Collections are a subtype of Catalog that have some additional properties to make them more searchable. They also can define common properties so that items in the collection don’t have to duplicate common data for each item. Let’s create a collection to hold common properties between two images from the Spacenet 5 challenge.

First we’ll get another image, and it’s bbox and footprint:

[44]:
url2 = (
    "https://spacenet-dataset.s3.amazonaws.com/"
    "spacenet/SN5_roads/train/AOI_7_Moscow/MS/"
    "SN5_roads_train_AOI_7_Moscow_MS_chip997.tif"
)
img_path2 = os.path.join(tmp_dir.name, "image.tif")
urllib.request.urlretrieve(url2, img_path2)
[44]:
('/tmp/tmpdsdpun_y/image.tif', <http.client.HTTPMessage at 0x7fc4aa12fed0>)
[45]:
bbox2, footprint2 = get_bbox_and_footprint(img_path2)

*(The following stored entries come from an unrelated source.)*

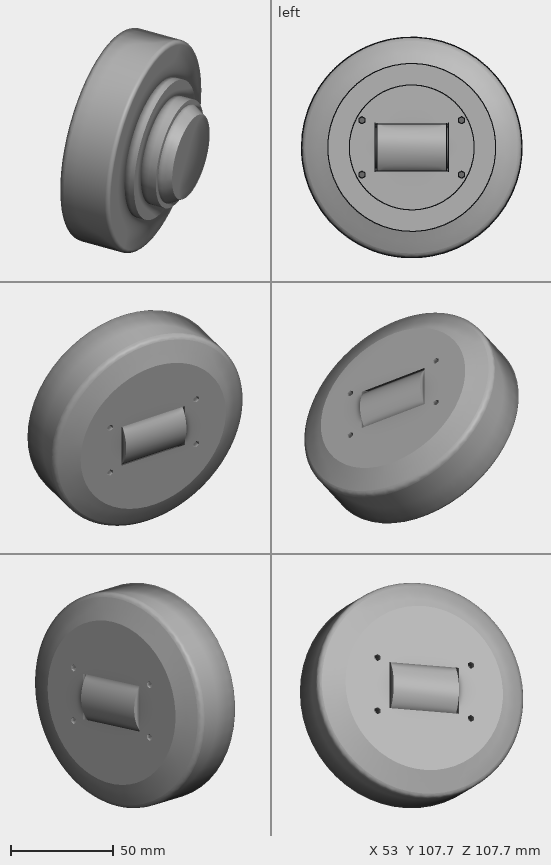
import cadquery as cq
import math


roller_protrusion = 3.0
ring_width = 31.0
flange_width = 5.0
shank_width = 8.0
overall_length = 53.0
face_x = roller_protrusion
ring_back_x = face_x + ring_width
flange_back_x = ring_back_x + flange_width
shank_back_x = flange_back_x + shank_width

ring_radius = 107.7 / 2
ring_face_radius = 41.0
bevel_angle = math.radians(20)
bevel_length = (ring_radius - ring_face_radius) * math.tan(bevel_angle)
front_fillet = 3.0
back_fillet = 2.0

head_radius = 30.5
shank_radius = 27.5
taper_start_radius = 25.0
taper_angle = math.radians(30)
taper_end_radius = taper_start_radius - (overall_length - shank_back_x) * math.tan(taper_angle)

side_ring_radius = 35.5

roller_radius = 17.5
roller_length = 34.0
roller_clearance = 1.0
trunnion_radius = 10.0
cavity_radius = roller_radius + roller_clearance
cavity_length = roller_length + 2 * roller_clearance
roller_axis_x = roller_radius

socket_across_flats = 3.0
socket_across_corners = socket_across_flats / math.cos(math.radians(30))
socket_depth = 6.0
socket_spacing_y = 48.6
socket_spacing_z = 26.6


def axial_disc(radius, start_x, end_x):
    """Solid cylinder on the main axis between two X positions."""
    return cq.Workplane("YZ", origin=(start_x, 0, 0)).circle(radius).extrude(end_x - start_x)


def cross_cylinder(radius, length):
    """Cylinder along Y, centred on the axis of the axial roller."""
    return (
        cq.Workplane("XZ", origin=(roller_axis_x, length / 2, 0))
        .circle(radius)
        .extrude(length)
    )


def make_outer_ring():
    """Ring with a bevelled front and rounded rims, bored to take the pin head."""
    bevel_end_x = face_x + bevel_length
    ring = (
        cq.Workplane("XY")
        .moveTo(face_x, head_radius)
        .lineTo(face_x, ring_face_radius)
        .lineTo(bevel_end_x, ring_radius)
        .lineTo(ring_back_x, ring_radius)
        .lineTo(ring_back_x, head_radius)
        .close()
        .revolve(360, (0, 0, 0), (1, 0, 0))
    )
    outer_rim = cq.selectors.RadiusNthSelector(-1)
    ring = ring.faces(">X").edges(outer_rim).fillet(back_fillet)
    front_rim = ring.edges(outer_rim).edges("<X")
    return front_rim.fillet(front_fillet)


def make_pin():
    """Pin with a roller cavity and four blind hexagonal sockets in its head."""
    profile = (
        cq.Workplane("XY")
        .moveTo(face_x, 0)
        .lineTo(face_x, head_radius)
        .lineTo(ring_back_x, head_radius)
        .lineTo(ring_back_x, shank_radius)
        .lineTo(shank_back_x, shank_radius)
        .lineTo(shank_back_x, taper_start_radius)
        .lineTo(overall_length, taper_end_radius)
        .lineTo(overall_length, 0)
        .close()
    )
    body = profile.revolve(360, (0, 0, 0), (1, 0, 0))
    hexagon = cq.Sketch().regularPolygon(socket_across_corners / 2, 6)
    sockets = (
        cq.Workplane("YZ", origin=(face_x, 0, 0))
        .rarray(socket_spacing_y, socket_spacing_z, 2, 2)
        .placeSketch(hexagon)
        .extrude(socket_depth)
    )
    return body.cut(cross_cylinder(cavity_radius, cavity_length)).cut(sockets)


def make_side_ring():
    """Plain ring behind the outer ring, fitted on the pin shank."""
    blank = axial_disc(side_ring_radius, ring_back_x, flange_back_x)
    return blank.cut(axial_disc(shank_radius, ring_back_x, flange_back_x))


def make_axial_roller():
    """Roller whose short trunnions rest against the ends of the cavity."""
    body = cross_cylinder(roller_radius, roller_length)
    trunnions = cross_cylinder(trunnion_radius, cavity_length)
    return body.union(trunnions)


outer_ring = make_outer_ring()
pin = make_pin()
side_ring = make_side_ring()
axial_roller = make_axial_roller()

result = cq.Compound.makeCompound([outer_ring.val(), pin.val(), side_ring.val(), axial_roller.val()])

We can take a look at the pydocs for Collection to see what information we need to supply in order to satisfy the spec.

[46]:
?pystac.Collection
Init signature:
pystac.Collection(
    id: 'str',
    description: 'str',
    extent: 'Extent',
    title: 'Optional[str]' = None,
    stac_extensions: 'Optional[List[str]]' = None,
    href: 'Optional[str]' = None,
    extra_fields: 'Optional[Dict[str, Any]]' = None,
    catalog_type: 'Optional[CatalogType]' = None,
    license: 'str' = 'proprietary',
    keywords: 'Optional[List[str]]' = None,
    providers: 'Optional[List[Provider]]' = None,
    summaries: 'Optional[Summaries]' = None,
    assets: 'Optional[Dict[str, Asset]]' = None,
)
Docstring:
A Collection extends the Catalog spec with additional metadata that helps
enable discovery.

Args:
    id : Identifier for the collection. Must be unique within the STAC.
    description : Detailed multi-line description to fully explain the
        collection. `CommonMark 0.29 syntax <https://commonmark.org/>`_ MAY
        be used for rich text representation.
    extent : Spatial and temporal extents that describe the bounds of
        all items contained within this Collection.
    title : Optional short descriptive one-line title for the
        collection.
    stac_extensions : Optional list of extensions the Collection
        implements.
    href : Optional HREF for this collection, which be set as the
        collection's self link's HREF.
    catalog_type : Optional catalog type for this catalog. Must
        be one of the values in :class`~pystac.CatalogType`.
    license :  Collection's license(s) as a
        `SPDX License identifier <https://spdx.org/licenses/>`_,
        `various`, or `proprietary`. If collection includes
        data with multiple different licenses, use `various` and add a link for
        each. Defaults to 'proprietary'.
    keywords : Optional list of keywords describing the collection.
    providers : Optional list of providers of this Collection.
    summaries : An optional map of property summaries,
        either a set of values or statistics such as a range.
    extra_fields : Extra fields that are part of the top-level
        JSON properties of the Collection.
    assets : A dictionary mapping string keys to :class:`~pystac.Asset` objects. All
        :class:`~pystac.Asset` values in the dictionary will have their
        :attr:`~pystac.Asset.owner` attribute set to the created Collection.
File:           ~/pystac/pystac/collection.py
Type:           ABCMeta
Subclasses:

Beyond what a Catalog requires, a Collection requires a license, and an Extent that describes the range of space and time that the items it hold occupy.

[47]:
?pystac.Extent
Init signature:
pystac.Extent(
    spatial: 'SpatialExtent',
    temporal: 'TemporalExtent',
    extra_fields: 'Optional[Dict[str, Any]]' = None,
)
Docstring:
Describes the spatiotemporal extents of a Collection.

Args:
    spatial : Potential spatial extent covered by the collection.
    temporal : Potential temporal extent covered by the collection.
    extra_fields : Dictionary containing additional top-level fields defined on the
        Extent object.
File:           ~/pystac/pystac/collection.py
Type:           type
Subclasses:

An Extent is comprised of a SpatialExtent and a TemporalExtent. These hold one or more bounding boxes and time intervals, respectively, that completely cover the items contained in the collections.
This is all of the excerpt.